Directions:
With images removed, transcribe each record exactly as it appears.

[Data shown Boundary: Start]

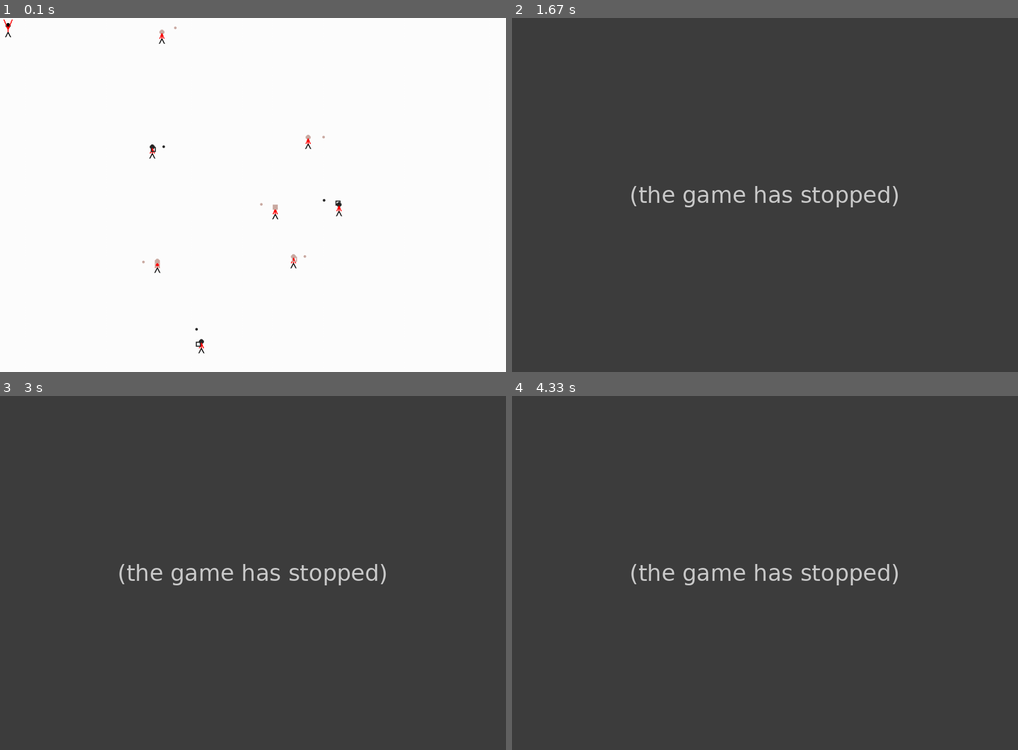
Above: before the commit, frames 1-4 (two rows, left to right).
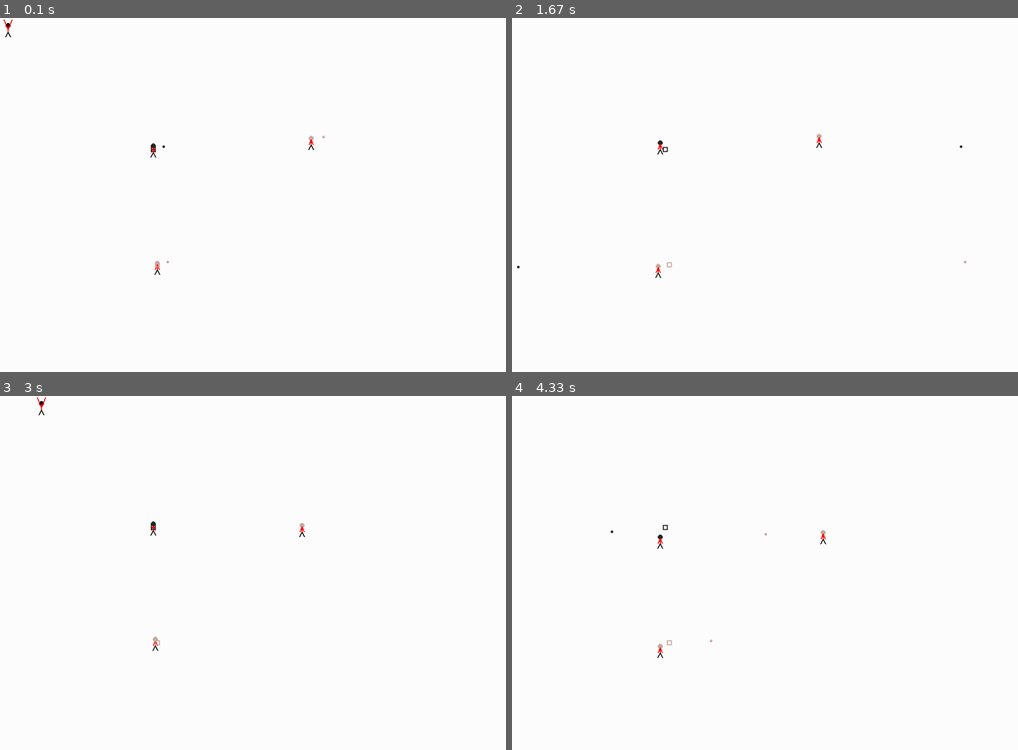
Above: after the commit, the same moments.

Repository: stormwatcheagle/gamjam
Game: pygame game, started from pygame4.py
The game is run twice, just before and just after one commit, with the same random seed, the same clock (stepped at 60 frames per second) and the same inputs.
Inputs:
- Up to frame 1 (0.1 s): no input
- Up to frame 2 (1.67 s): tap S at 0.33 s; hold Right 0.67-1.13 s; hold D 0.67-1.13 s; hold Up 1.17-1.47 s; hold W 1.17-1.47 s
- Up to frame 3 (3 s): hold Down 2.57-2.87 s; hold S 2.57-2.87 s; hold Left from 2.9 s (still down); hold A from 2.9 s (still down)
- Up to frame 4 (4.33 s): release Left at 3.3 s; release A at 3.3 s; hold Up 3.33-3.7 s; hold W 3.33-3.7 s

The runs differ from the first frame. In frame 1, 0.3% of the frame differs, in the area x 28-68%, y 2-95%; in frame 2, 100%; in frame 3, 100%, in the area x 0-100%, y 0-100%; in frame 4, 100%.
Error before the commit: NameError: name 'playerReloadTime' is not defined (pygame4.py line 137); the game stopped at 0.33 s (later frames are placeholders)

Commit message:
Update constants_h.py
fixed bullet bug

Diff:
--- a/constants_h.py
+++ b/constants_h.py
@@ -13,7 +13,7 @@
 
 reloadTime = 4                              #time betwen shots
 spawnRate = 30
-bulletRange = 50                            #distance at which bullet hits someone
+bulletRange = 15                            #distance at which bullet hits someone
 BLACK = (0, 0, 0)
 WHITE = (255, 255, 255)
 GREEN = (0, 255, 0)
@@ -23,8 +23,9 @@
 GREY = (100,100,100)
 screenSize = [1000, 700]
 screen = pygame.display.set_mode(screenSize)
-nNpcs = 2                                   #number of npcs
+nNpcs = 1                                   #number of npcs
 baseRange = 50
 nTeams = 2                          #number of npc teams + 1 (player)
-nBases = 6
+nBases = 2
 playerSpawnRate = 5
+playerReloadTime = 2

[Data shown Boundary: End]

Answer:
Above: before the commit, frames 1-4 (two rows, left to right).
Above: after the commit, the same moments.

Repository: stormwatcheagle/gamjam
Game: pygame game, started from pygame4.py
The game is run twice, just before and just after one commit, with the same random seed, the same clock (stepped at 60 frames per second) and the same inputs.
Inputs:
- Up to frame 1 (0.1 s): no input
- Up to frame 2 (1.67 s): tap S at 0.33 s; hold Right 0.67-1.13 s; hold D 0.67-1.13 s; hold Up 1.17-1.47 s; hold W 1.17-1.47 s
- Up to frame 3 (3 s): hold Down 2.57-2.87 s; hold S 2.57-2.87 s; hold Left from 2.9 s (still down); hold A from 2.9 s (still down)
- Up to frame 4 (4.33 s): release Left at 3.3 s; release A at 3.3 s; hold Up 3.33-3.7 s; hold W 3.33-3.7 s

The runs differ from the first frame. In frame 1, 0.3% of the frame differs, in the area x 28-68%, y 2-95%; in frame 2, 100%; in frame 3, 100%, in the area x 0-100%, y 0-100%; in frame 4, 100%.
Error before the commit: NameError: name 'playerReloadTime' is not defined (pygame4.py line 137); the game stopped at 0.33 s (later frames are placeholders)

Commit message:
Update constants_h.py
fixed bullet bug

Diff:
--- a/constants_h.py
+++ b/constants_h.py
@@ -13,7 +13,7 @@
 
 reloadTime = 4                              #time betwen shots
 spawnRate = 30
-bulletRange = 50                            #distance at which bullet hits someone
+bulletRange = 15                            #distance at which bullet hits someone
 BLACK = (0, 0, 0)
 WHITE = (255, 255, 255)
 GREEN = (0, 255, 0)
@@ -23,8 +23,9 @@
 GREY = (100,100,100)
 screenSize = [1000, 700]
 screen = pygame.display.set_mode(screenSize)
-nNpcs = 2                                   #number of npcs
+nNpcs = 1                                   #number of npcs
 baseRange = 50
 nTeams = 2                          #number of npc teams + 1 (player)
-nBases = 6
+nBases = 2
 playerSpawnRate = 5
+playerReloadTime = 2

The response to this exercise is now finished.